REQUIRED WORK:
Copy the records word for word, omitting all pictures.
Top of DATASET EXTRACT
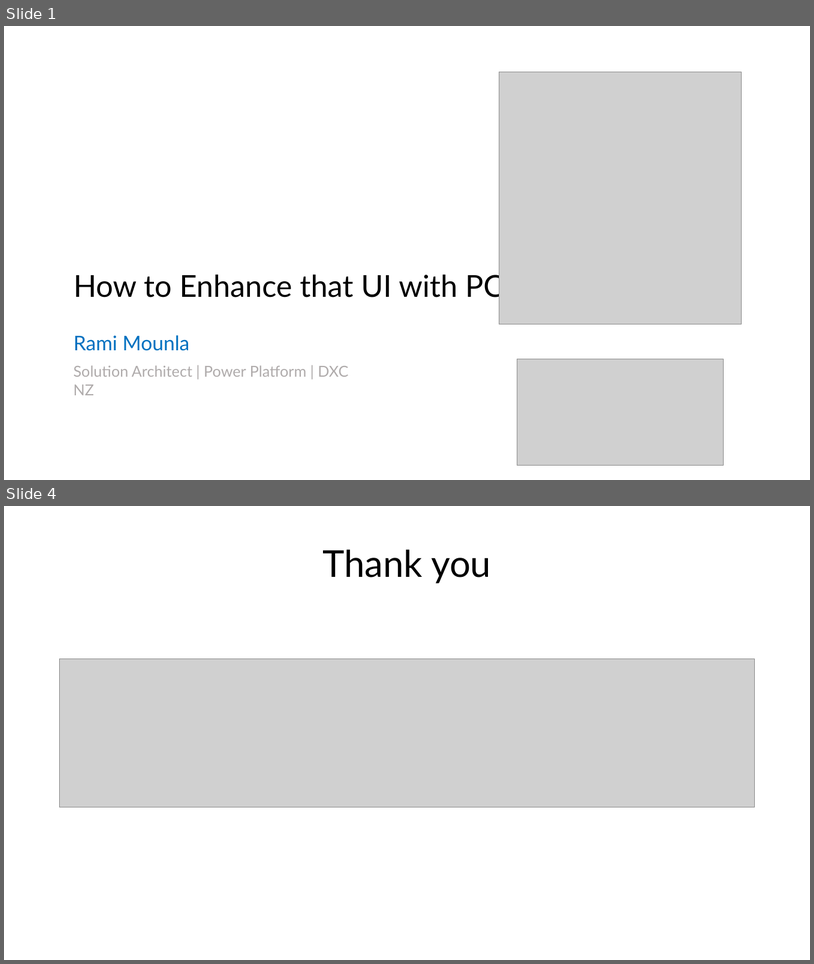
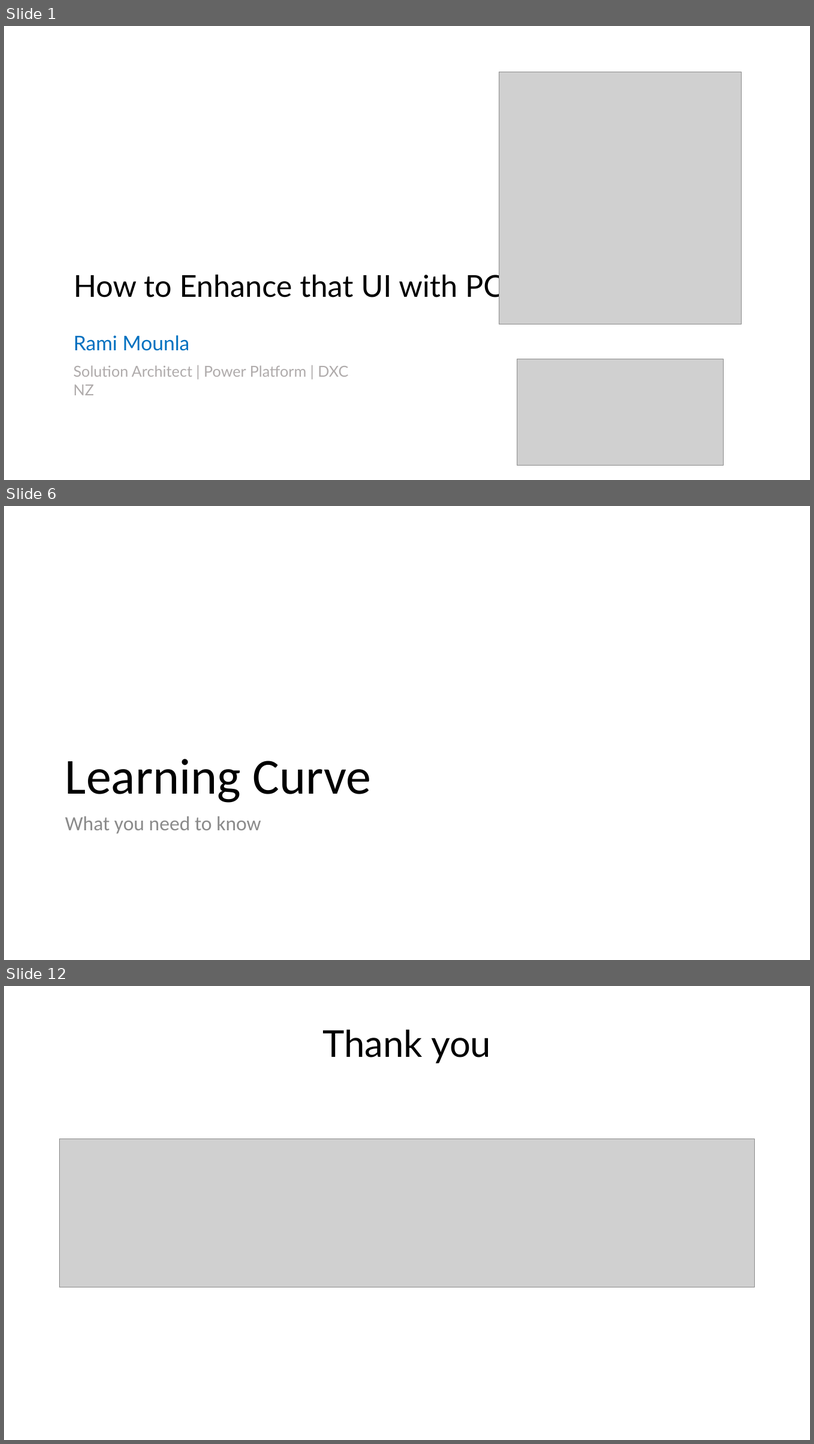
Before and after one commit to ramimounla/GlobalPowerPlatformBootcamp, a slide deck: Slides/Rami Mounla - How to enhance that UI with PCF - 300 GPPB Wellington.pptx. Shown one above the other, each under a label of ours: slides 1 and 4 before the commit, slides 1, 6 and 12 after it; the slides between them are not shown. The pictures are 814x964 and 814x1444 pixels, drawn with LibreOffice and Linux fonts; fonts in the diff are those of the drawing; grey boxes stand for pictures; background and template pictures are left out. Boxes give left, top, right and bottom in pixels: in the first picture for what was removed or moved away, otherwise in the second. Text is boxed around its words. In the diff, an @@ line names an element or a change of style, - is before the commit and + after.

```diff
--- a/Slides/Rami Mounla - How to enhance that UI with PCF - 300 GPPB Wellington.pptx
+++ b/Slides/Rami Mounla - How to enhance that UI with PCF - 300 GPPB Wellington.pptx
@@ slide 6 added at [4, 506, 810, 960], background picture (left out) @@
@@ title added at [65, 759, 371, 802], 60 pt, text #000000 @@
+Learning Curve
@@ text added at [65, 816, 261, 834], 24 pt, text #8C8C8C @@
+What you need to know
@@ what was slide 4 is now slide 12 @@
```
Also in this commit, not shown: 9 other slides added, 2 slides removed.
Bottom of DATASET EXTRACT
OUTPUT OF THE TASK:
Before and after one commit to ramimounla/GlobalPowerPlatformBootcamp, a slide deck: Slides/Rami Mounla - How to enhance that UI with PCF - 300 GPPB Wellington.pptx. Shown one above the other, each under a label of ours: slides 1 and 4 before the commit, slides 1, 6 and 12 after it; the slides between them are not shown. The pictures are 814x964 and 814x1444 pixels, drawn with LibreOffice and Linux fonts; fonts in the diff are those of the drawing; grey boxes stand for pictures; background and template pictures are left out. Boxes give left, top, right and bottom in pixels: in the first picture for what was removed or moved away, otherwise in the second. Text is boxed around its words. In the diff, an @@ line names an element or a change of style, - is before the commit and + after.

```diff
--- a/Slides/Rami Mounla - How to enhance that UI with PCF - 300 GPPB Wellington.pptx
+++ b/Slides/Rami Mounla - How to enhance that UI with PCF - 300 GPPB Wellington.pptx
@@ slide 6 added at [4, 506, 810, 960], background picture (left out) @@
@@ title added at [65, 759, 371, 802], 60 pt, text #000000 @@
+Learning Curve
@@ text added at [65, 816, 261, 834], 24 pt, text #8C8C8C @@
+What you need to know
@@ what was slide 4 is now slide 12 @@
```
Also in this commit, not shown: 9 other slides added, 2 slides removed.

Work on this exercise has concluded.